Here Landecker references is Effects of the Dobbs v Jackson Women’s Health Organization Decision on Obstetrics and Gynecology Graduating Residents’ Practice Plans. The authors survey only residents graduating from residencies with Ryan Program abortion training programs (offering modules such as “An Introduction to Reproductive Justice”). The authors acknowledge “residents who elect to participate in the Ryan Program may be more likely to be invested in abortion care in their future careers.”
The study finds, unsurprisingly, that some of these residents prefer to live in states with lax abortion laws: not quite 1 out of 5 reported changing their intended practice location after Dobbs. The study’s authors interpret this result to mean pro-life states will see a significant reduction in the obstetrics and gynecology workforce.
“Alarmingly, last year the Association of American Medical Colleges found a drop of greater than 10 percent … in fourth-year med students’ applications for ob-gyn residencies in states with abortion bans.”

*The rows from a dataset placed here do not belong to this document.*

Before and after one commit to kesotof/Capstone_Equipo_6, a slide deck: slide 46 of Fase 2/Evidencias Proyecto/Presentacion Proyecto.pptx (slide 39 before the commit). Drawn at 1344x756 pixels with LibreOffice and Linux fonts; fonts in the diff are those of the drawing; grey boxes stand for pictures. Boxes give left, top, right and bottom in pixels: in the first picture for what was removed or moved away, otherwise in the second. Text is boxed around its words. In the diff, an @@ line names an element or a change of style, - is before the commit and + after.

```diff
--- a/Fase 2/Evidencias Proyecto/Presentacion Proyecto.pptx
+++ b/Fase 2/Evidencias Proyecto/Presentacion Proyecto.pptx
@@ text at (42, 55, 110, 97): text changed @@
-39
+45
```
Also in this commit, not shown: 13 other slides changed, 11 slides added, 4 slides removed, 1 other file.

Landecker is referring to Training Location Preferences of U.S. Medical School Graduates Post Dobbs v. Jackson Women’s Health. Here is how Landecker describes the study results:
And alarmingly, last year the Association of American Medical Colleges found a drop of greater than 10 percent from the previous cycle in fourth-year med students’ applications for ob-gyn residencies in states with abortion bans. The year before that, the number of applications in that specialty went up.
Heidi Landecker
Landecker doesn’t mention that AAMC found that 2023 saw a drop in not only OBGYN applications, but all specialities, and not only in pro-life states, but in all states, regardless of abortion policy.

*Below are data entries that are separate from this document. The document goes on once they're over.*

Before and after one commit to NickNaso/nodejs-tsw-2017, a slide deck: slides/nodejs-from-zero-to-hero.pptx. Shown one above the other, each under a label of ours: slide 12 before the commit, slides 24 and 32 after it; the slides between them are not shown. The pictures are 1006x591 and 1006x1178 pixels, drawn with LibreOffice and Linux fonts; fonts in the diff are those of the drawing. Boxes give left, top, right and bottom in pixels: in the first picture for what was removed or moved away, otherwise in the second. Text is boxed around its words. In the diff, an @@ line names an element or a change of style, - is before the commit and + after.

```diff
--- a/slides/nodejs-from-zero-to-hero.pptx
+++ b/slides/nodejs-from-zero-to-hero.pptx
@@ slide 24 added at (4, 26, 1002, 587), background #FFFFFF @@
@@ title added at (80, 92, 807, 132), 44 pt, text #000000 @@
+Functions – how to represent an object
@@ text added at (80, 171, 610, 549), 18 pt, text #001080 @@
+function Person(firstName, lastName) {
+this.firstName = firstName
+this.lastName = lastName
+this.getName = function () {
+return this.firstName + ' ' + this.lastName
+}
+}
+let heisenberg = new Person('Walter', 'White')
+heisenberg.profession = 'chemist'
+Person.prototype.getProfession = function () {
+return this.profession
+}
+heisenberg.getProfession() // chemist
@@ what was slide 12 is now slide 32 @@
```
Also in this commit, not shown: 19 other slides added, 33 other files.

Here are more quotes from the AAMC findings:
- Given the small scale of changes in the number of applicants year to year, there was only a small effect observed in abortion-ban states from 2021-2022 to 2022-2023.

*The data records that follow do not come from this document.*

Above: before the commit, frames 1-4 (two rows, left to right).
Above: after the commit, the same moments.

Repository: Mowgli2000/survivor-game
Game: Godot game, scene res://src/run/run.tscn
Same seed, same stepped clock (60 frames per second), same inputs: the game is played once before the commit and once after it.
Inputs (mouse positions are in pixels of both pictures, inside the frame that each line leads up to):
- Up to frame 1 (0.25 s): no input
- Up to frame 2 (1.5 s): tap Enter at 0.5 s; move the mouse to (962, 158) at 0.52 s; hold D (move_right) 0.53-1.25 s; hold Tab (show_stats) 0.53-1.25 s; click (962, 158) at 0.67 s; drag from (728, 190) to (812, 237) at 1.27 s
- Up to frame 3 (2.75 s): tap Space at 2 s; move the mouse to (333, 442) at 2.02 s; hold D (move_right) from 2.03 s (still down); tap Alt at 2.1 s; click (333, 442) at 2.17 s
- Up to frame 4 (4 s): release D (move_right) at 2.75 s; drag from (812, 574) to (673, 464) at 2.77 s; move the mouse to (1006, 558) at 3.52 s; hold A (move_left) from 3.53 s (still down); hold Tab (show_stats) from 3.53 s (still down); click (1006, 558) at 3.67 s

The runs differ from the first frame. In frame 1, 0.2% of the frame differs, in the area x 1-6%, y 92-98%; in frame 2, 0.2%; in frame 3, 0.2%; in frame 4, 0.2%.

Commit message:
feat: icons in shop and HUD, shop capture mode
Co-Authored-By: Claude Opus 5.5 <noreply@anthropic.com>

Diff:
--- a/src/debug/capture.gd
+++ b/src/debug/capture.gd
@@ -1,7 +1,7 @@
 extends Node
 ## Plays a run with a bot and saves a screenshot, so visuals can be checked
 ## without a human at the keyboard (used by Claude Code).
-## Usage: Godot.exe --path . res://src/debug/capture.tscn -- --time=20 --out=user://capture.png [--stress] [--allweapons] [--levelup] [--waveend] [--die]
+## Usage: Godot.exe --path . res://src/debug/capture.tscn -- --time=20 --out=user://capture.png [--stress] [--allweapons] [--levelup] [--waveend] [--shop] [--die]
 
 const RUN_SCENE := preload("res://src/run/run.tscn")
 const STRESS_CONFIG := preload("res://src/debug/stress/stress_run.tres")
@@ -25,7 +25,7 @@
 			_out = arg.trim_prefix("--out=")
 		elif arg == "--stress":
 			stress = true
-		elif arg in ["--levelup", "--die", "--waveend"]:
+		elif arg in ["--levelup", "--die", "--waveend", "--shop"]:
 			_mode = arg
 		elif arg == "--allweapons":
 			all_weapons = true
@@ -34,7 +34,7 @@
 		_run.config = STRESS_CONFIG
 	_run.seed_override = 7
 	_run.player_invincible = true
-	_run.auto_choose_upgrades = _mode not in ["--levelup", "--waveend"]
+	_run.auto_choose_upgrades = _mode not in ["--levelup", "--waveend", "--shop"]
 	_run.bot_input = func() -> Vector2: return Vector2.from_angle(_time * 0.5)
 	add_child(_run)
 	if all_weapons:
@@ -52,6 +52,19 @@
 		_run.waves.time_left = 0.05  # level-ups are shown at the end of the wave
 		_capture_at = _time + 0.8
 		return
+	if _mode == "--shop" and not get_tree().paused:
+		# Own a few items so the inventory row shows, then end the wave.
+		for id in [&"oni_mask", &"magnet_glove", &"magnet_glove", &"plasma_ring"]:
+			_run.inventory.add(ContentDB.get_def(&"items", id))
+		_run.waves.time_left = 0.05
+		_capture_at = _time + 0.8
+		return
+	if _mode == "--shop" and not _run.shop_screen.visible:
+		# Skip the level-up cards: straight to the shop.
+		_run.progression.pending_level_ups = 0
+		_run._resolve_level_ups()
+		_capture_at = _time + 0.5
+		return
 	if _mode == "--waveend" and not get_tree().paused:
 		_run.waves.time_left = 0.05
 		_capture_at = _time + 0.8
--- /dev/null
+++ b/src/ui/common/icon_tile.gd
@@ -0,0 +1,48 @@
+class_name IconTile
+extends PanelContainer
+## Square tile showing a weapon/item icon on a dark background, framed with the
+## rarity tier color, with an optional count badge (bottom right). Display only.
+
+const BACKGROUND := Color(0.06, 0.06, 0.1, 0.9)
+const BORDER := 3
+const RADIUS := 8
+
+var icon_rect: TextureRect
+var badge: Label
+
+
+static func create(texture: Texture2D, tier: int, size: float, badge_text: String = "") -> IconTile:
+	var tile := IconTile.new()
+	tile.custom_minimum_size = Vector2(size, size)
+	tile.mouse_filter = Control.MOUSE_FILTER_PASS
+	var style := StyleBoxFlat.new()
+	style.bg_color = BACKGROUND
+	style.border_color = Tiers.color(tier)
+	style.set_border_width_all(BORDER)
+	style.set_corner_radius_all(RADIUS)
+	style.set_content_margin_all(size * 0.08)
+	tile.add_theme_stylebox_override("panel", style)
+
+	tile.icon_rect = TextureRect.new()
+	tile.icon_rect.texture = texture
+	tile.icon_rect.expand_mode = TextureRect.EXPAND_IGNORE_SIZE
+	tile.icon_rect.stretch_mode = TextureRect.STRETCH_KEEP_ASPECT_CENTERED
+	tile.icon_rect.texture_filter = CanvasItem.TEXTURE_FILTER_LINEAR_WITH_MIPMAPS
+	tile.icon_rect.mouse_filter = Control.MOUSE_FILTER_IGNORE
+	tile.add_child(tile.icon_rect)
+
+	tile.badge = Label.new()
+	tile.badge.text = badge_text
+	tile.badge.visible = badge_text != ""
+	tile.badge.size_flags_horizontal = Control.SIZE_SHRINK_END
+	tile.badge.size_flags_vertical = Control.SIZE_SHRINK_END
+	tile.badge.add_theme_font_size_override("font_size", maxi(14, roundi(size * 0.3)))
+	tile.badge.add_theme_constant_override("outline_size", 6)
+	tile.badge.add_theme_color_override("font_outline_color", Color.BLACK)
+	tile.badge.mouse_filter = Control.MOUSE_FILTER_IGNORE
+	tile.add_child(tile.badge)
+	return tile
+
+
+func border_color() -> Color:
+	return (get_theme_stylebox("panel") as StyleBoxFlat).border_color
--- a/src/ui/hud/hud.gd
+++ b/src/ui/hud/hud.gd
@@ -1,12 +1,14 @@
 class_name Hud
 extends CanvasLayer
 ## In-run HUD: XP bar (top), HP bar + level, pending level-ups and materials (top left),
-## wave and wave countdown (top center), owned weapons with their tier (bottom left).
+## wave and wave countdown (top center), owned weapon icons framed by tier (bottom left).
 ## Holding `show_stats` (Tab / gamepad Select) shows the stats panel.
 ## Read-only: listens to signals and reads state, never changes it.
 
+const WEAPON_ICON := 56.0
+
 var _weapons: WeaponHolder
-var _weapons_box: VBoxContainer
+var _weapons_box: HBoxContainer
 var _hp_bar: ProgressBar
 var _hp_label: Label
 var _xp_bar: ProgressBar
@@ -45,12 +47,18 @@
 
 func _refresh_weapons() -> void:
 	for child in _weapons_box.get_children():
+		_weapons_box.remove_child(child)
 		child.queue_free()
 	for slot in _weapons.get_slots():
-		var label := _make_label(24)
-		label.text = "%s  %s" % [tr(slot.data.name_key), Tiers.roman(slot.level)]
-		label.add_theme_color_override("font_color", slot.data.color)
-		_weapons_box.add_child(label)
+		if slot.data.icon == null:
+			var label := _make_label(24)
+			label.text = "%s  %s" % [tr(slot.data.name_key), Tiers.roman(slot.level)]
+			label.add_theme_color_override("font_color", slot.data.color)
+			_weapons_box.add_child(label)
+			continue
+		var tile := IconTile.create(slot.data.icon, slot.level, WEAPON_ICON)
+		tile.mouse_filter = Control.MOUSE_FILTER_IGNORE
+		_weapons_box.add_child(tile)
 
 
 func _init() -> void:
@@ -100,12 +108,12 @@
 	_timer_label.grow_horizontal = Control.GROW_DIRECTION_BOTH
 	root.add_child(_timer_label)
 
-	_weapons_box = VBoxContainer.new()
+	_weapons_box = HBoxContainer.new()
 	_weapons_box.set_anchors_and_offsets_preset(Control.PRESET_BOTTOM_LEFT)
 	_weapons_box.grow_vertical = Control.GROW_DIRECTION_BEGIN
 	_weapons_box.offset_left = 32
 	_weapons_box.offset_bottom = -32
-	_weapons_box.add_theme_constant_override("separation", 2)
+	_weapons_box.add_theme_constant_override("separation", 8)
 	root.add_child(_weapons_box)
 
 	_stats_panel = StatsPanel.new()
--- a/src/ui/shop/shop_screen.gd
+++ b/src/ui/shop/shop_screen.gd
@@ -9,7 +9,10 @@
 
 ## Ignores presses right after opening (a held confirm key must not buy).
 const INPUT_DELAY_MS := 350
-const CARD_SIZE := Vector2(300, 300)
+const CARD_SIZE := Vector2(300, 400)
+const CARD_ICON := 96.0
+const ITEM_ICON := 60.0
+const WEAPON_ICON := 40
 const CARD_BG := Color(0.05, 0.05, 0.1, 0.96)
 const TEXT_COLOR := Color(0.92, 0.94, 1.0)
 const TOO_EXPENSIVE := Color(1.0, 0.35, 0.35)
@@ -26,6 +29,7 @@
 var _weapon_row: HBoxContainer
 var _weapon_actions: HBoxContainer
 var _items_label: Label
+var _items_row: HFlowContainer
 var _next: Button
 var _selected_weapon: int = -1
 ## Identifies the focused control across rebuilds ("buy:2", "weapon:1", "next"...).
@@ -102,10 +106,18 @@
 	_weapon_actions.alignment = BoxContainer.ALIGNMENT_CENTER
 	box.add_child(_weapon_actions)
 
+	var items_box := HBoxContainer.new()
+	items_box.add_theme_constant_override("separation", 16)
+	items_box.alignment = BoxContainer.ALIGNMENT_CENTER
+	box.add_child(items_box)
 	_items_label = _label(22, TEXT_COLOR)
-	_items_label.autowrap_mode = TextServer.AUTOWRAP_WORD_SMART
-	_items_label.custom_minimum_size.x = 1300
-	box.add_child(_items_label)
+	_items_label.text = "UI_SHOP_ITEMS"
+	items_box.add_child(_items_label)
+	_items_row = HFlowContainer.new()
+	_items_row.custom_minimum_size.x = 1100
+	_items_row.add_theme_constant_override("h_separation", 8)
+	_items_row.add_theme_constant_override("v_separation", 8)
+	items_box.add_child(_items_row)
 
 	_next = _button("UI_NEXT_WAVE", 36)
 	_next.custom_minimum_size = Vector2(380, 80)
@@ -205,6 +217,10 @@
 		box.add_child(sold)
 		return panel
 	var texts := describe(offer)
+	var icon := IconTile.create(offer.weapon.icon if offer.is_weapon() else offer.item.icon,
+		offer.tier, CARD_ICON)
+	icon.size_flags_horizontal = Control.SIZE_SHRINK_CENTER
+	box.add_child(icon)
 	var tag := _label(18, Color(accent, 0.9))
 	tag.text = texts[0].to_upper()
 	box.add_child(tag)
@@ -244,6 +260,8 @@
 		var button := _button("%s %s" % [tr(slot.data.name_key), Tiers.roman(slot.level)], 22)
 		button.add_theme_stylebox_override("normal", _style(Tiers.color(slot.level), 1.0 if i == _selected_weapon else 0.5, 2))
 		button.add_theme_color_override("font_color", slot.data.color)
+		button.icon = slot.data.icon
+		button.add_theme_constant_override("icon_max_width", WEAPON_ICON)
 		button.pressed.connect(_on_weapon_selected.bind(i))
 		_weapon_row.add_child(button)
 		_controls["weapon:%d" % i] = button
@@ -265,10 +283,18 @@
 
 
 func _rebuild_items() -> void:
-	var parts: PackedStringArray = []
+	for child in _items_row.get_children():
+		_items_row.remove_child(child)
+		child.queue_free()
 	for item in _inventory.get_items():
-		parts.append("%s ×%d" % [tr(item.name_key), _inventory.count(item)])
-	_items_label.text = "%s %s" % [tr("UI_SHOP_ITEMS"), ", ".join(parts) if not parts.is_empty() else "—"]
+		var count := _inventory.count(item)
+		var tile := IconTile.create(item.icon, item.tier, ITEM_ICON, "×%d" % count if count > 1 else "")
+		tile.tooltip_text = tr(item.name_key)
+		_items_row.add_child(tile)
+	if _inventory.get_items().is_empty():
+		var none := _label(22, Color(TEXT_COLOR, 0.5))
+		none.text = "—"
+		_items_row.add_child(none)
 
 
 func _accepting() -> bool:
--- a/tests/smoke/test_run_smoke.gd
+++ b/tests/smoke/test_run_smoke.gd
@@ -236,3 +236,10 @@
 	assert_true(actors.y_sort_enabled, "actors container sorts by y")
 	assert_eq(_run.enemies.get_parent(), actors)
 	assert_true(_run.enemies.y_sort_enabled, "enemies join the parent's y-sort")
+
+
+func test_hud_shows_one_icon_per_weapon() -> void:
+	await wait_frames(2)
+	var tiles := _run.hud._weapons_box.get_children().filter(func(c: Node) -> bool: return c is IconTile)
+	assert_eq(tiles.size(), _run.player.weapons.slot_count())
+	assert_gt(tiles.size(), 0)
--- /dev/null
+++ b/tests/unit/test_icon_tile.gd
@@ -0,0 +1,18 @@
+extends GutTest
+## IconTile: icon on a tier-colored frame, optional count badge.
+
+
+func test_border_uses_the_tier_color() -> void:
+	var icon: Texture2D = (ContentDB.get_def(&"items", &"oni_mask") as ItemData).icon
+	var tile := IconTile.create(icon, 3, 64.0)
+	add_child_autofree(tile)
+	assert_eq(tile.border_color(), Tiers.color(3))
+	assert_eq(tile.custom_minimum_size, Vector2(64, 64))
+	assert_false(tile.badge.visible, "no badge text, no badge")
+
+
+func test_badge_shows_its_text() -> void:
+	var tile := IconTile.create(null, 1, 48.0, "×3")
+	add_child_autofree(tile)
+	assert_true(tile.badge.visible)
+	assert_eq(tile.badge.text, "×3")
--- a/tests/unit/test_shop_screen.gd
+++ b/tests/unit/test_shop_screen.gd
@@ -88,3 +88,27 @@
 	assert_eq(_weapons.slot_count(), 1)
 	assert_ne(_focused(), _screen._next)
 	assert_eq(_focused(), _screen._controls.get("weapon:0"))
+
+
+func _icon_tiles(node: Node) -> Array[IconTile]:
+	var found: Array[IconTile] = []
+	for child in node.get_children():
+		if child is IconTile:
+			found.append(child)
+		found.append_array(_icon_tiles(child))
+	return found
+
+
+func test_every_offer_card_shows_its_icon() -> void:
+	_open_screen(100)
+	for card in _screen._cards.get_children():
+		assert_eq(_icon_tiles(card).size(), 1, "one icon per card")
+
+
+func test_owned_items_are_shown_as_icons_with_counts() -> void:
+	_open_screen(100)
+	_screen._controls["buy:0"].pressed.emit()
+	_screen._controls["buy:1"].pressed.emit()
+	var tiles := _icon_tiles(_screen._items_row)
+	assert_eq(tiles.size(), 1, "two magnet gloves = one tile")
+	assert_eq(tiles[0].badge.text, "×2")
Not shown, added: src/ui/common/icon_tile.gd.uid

- All residency positions in OB/GYN were filled this year and with a similar number of U.S. MD seniors as last year.
- Most large specialties also filled at rates similar to previous years, with the exception of emergency medicine (which saw a significant decrease in the number of U.S. MD senior applicants nationwide).
- Nationally, the number of residency applicants continues to exceed the number of training slots available, so residency programs in states with complete abortion bans may continue to fill their residency programs.
In other words, if Dobbs had an effect on applications, it was a small variation in who was applying where, and didn’t actually decrease the number of OBGYN residency positions filled in any states.
Any word from doctors who don’t happen to be abortion activists?
Landecker’s article includes quotes from the current Executive Director, the Board President, and the President-Elect of Medical Students for Choice, as well as the deputy director of programs for Nurses for Sexual and Reproductive Health (which offers “the nation’s only hands-on abortion-training residency for registered nurses.”)
How does Landecker describe the perspectives of physicians and medical students who oppose abortion, or who at least aren’t specifically pro-choice activists?
She doesn’t. As far as we can tell from this article, they don’t exist.
*Here Landecker links to the infamous New Yorker article that implied a Texas mother died without access to abortion, mentioning only near the end of the lengthy piece that the mother had specified that, should there be an emergency, she wanted her unborn daughter’s life prioritized over her own.
**The Bixby Center’s website describes the organization as “one of the few research institutions to unflinchingly address abortion” and emphasizes the org’s work to expand the workforce of abortion providers, expand abortion access internationally, and create new methods of abortion.